Job Title: MLOps Platform Engineer (SageMaker)Location(s):OnsiteJob Summary:This position is with the Enterprise Analytical Data & Integration Team. The ideal candidate will have extensive experience in cloud infrastructure or ML platform operations, with a specific focus on AWS and Amazon SageMaker. The role involves designing, building, and operationalizing an enterprise ML platform on AWS SageMaker Unified Studio.
Key Responsibilities: - Set up SageMaker Unified Studio platform - domain configuration, project provisioning, persona-based roles, and multi-environment promotion workflows.

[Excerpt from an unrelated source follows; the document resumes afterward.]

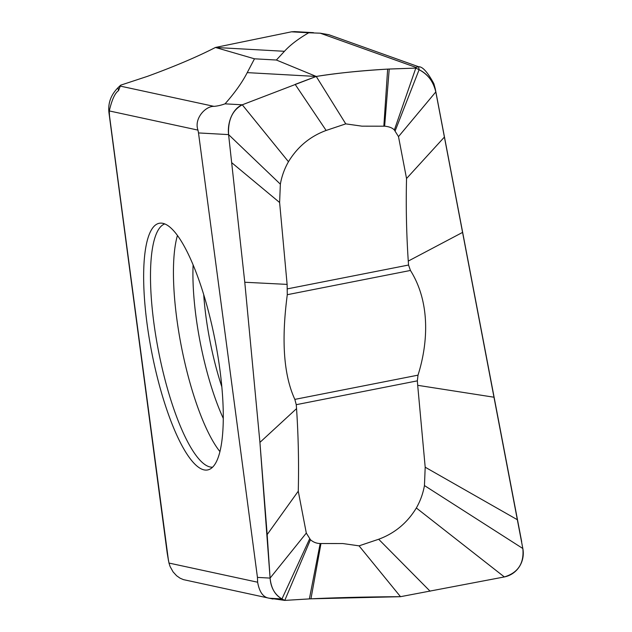 <?xml version="1.0" encoding="UTF-8"?>
<svg xmlns="http://www.w3.org/2000/svg" width="632" height="632" viewBox="0 0 632 632"><rect width="100%" height="100%" fill="white"/><g stroke="black" fill="none" stroke-linecap="round" stroke-linejoin="round"><path stroke-width="0.95" d="M294.615 31.608L291.478 31.821L215.449 47.463L254.483 58.808L276.382 60.024L284.455 51.295C290.048 45.117 298.13 38.939 308.716 32.777L320.219 33.188L328.822 34.697L419.016 66.889M284.455 51.295L215.449 47.463C197.5 56.706 174.859 66.328 147.525 76.322L120.633 85.186L118.516 90.668C114.945 93.062 111.872 99.817 109.289 110.932L197.958 130.105L198.503 132.933L228.587 134.608C227.883 120.04 232.45 110.11 242.269 104.801M326.136 130.453L295.168 84.396A8826.054 5987.157 -82.8 0 1 316.245 76.456L345.759 123.872L326.136 130.453C310.091 136.378 297.538 146.806 288.469 161.721L242.277 104.801L316.245 76.456L247.238 72.625L254.483 58.808M316.237 76.456C338.081 73.004 361.883 70.555 387.653 69.109C358.984 70.871 335.181 73.32 316.245 76.456L276.382 60.024M310.454 539.712C313.235 542.161 316.482 543.441 320.179 543.536L342.852 543.552L359.047 545.843L378.671 539.254C394.716 533.329 407.269 522.909 416.338 507.986C420.327 500.978 423.037 493.505 424.451 485.558L425.194 467.206L417.689 385.315L417.349 380.851L418.013 375.155C428.449 342.117 430.171 301.843 410.445 270.464L408.556 265.029L408.264 261.079C406.439 233.611 405.863 206.095 406.542 178.524L398.5 136.63L394.36 130.002C392.433 127.901 389.193 126.629 384.627 126.179L383.837 126.203L387.653 69.109L415.809 68.098L415.88 67.371L418.605 66.755C422.516 66.494 427.595 72.127 433.852 83.653L435.274 88.843L521.669 541.648M394.36 130.002L415.809 68.098L419.103 69.702C428.148 74.537 433.718 81.947 435.803 91.924L522.83 548.513C524.244 563.294 518.082 572.774 504.344 576.937L400.506 596.687L310.952 598.82L284.771 600.4L269.88 598.267C263.544 597.825 259.46 592.476 257.635 582.222L168.973 563.057L167.172 552.874L168.562 561.113M521.669 541.64L521.582 541.166M288.469 161.721C284.479 168.728 281.769 176.21 280.355 184.157L279.613 202.509L287.118 284.392L287.284 294.702C282.804 329.067 281.177 369.68 294.844 399.385L296.25 404.685L296.55 408.627C298.367 436.096 298.944 463.619 298.264 491.183L306.307 533.084L310.446 539.712L284.771 600.4L281.959 598.931C274.762 594.625 270.804 587.681 270.093 578.098L259.926 442.392L244.774 282.251L228.587 134.608A24.395 16.519 -82.6 0 1 242.277 104.801L225.032 103.846C221.153 105.236 217.479 106.073 214.003 106.366C205.518 105.979 193.827 118.642 197.958 130.105M306.307 533.084L270.093 578.098L257.445 577.395L257.635 582.222M257.445 577.395L198.503 132.933M247.238 72.625C242.222 82.381 234.82 92.786 225.032 103.846M383.837 126.203L361.954 126.163L345.759 123.872M287.118 284.392L244.774 282.251L228.587 134.608L280.355 184.157M296.55 408.627L259.926 442.392L244.774 282.251M417.689 385.315L493.979 397.22L522.83 548.513A24.395 23.542 81.1 0 1 504.344 576.937L416.338 507.986M408.264 261.079L462.569 232.402L493.979 397.22M320.969 543.512L310.952 598.82C337.417 597.572 367.271 596.861 400.506 596.687L359.047 545.843M298.264 491.183L267.17 534.585L259.926 442.392M309.617 538.891L281.959 598.931C275.078 595.178 271.12 588.234 270.093 578.098L267.17 534.585M320.179 543.536L309.38 598.899L284.771 600.4L281.959 598.931L269.88 598.267M406.542 178.524L444.399 137.073L462.569 232.41M395.19 130.816L419.103 69.702C427.706 73.952 433.268 81.362 435.803 91.924L398.5 136.63M384.627 126.179L389.225 69.03L415.809 68.098L419.103 69.702L418.605 66.755M120.633 85.186L118.01 87.722C110.9 94.84 107.882 103.158 108.957 112.678L167.172 552.874M108.957 112.678L109.486 115.767L109.289 110.932M109.486 115.767L168.428 560.221M272.977 599.033L183.406 579.623L180.009 578.146L176.597 575.736L173.089 571.905L170.111 566.548L168.973 563.057M218.127 357.483A125.681 32.216 78.9 0 1 211.388 468.225A125.681 32.216 78.9 0 1 148.955 336.651A125.681 32.216 78.9 0 1 148.797 335.679A125.681 32.216 78.9 0 1 163.222 223.42A125.681 32.216 78.9 0 1 217.969 356.503A125.681 32.216 78.9 0 1 218.127 357.483M435.274 88.843L444.399 137.073M310.952 598.82L309.38 598.899M387.653 69.109L389.225 69.03M308.716 32.777L291.478 31.821M320.219 33.188L415.88 67.371M408.556 265.029L287.457 288.856M279.613 202.509L231.81 162.756M410.452 270.457L287.276 294.702M425.194 467.206L517.339 519.717M424.451 485.558L522.83 548.513M378.671 539.254L430.092 591.197M417.349 380.851L296.25 404.685M418.013 375.155L295.026 399.353M214.003 106.366L120.609 86.173M118.516 90.668L118.01 87.722M221.848 386.879A106.863 27.389 -101.1 0 1 207.588 327.621A106.863 27.389 78.9 0 1 203.717 294.733M193.108 264.966A113.918 29.198 -101.1 0 0 197.761 328.616A113.918 29.198 -101.1 0 0 197.903 329.501A113.918 29.198 -101.1 0 0 223.309 418.447M177.434 235.523A122.798 31.474 -101.1 0 0 178.643 331.2A122.798 31.474 -101.1 0 0 178.793 332.156A122.798 31.474 -101.1 0 0 219.96 451.643M164.739 223.925A124.046 31.798 -101.1 0 0 155.733 335.537A124.046 31.798 -101.1 0 0 212.613 467.182M313.48 32.659L294.583 31.608"/></g></svg>
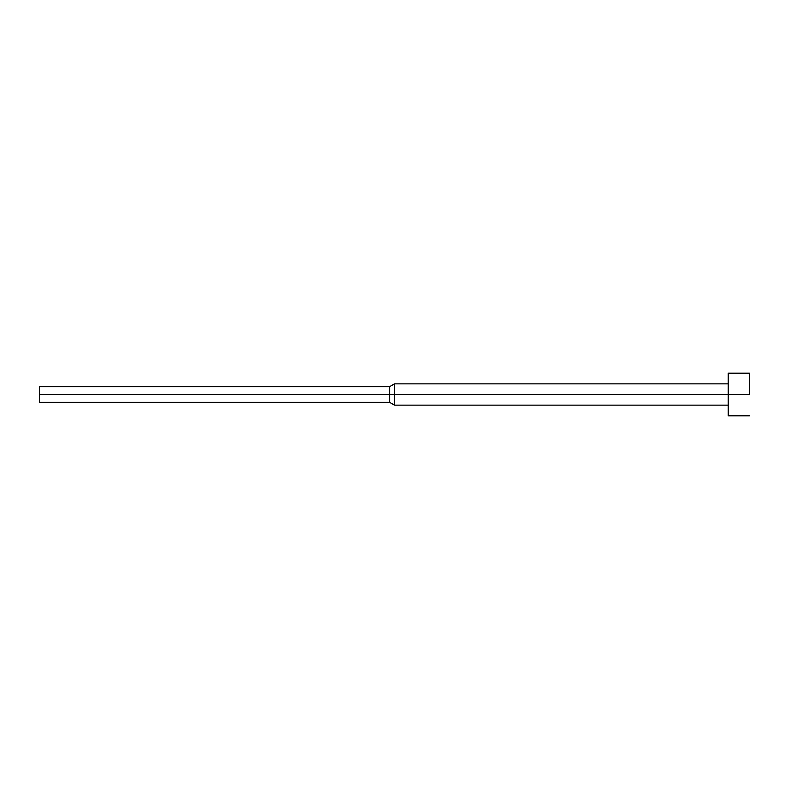<?xml version="1.0" encoding="UTF-8"?>
<svg xmlns="http://www.w3.org/2000/svg" width="789" height="789" viewBox="0 0 789 789"><rect width="100%" height="100%" fill="white"/><g stroke="black" fill="none" stroke-linecap="round" stroke-linejoin="round"><path stroke-width="1.18" d="M749.55 394.5L728.247 394.5L728.247 415.803L728.247 394.5L394.5 394.5L394.5 405.151L394.5 394.5L389.579 394.5L389.579 402.311L389.579 394.5L39.45 394.5L39.45 402.311L39.45 386.689L39.45 394.5L389.579 394.5L389.579 386.689L389.579 394.5L394.5 394.5L394.5 383.849L394.5 394.5L728.247 394.5L728.247 373.197L728.247 394.5L749.55 394.5L749.55 373.197L749.55 394.5M749.55 415.803L728.247 415.803M728.247 405.151L394.5 405.151L389.579 402.311L39.45 402.311M728.247 383.849L394.5 383.849L389.579 386.689L39.45 386.689M749.55 373.197L728.247 373.197"/></g></svg>

- Build MLOps pipelines using SageMaker Pipelines - data extraction from Snowflake, preprocessing, training, evaluation, and model registration.
- Manage SageMaker Model Registry - cross-account model promotion, versioning, immutability, and lineage tracking.
- Configure MLflow experiment tracking - auto-logging of parameters, metrics, and artifacts.
- Set up identity and access management - Okta SSO, SailPoint entitlements, persona-based execution roles, service roles for pipelines.
- Build model serving - real-time SageMaker endpoints and batch prediction workflows.
- Set up model monitoring - data drift, model drift, performance degradation detection.
- Configure data catalog - searchable datasets, access-level visibility, access-request workflows, lineage.
- Own platform operations - observability (CloudWatch, Datadog), logging, custom images, instance availability.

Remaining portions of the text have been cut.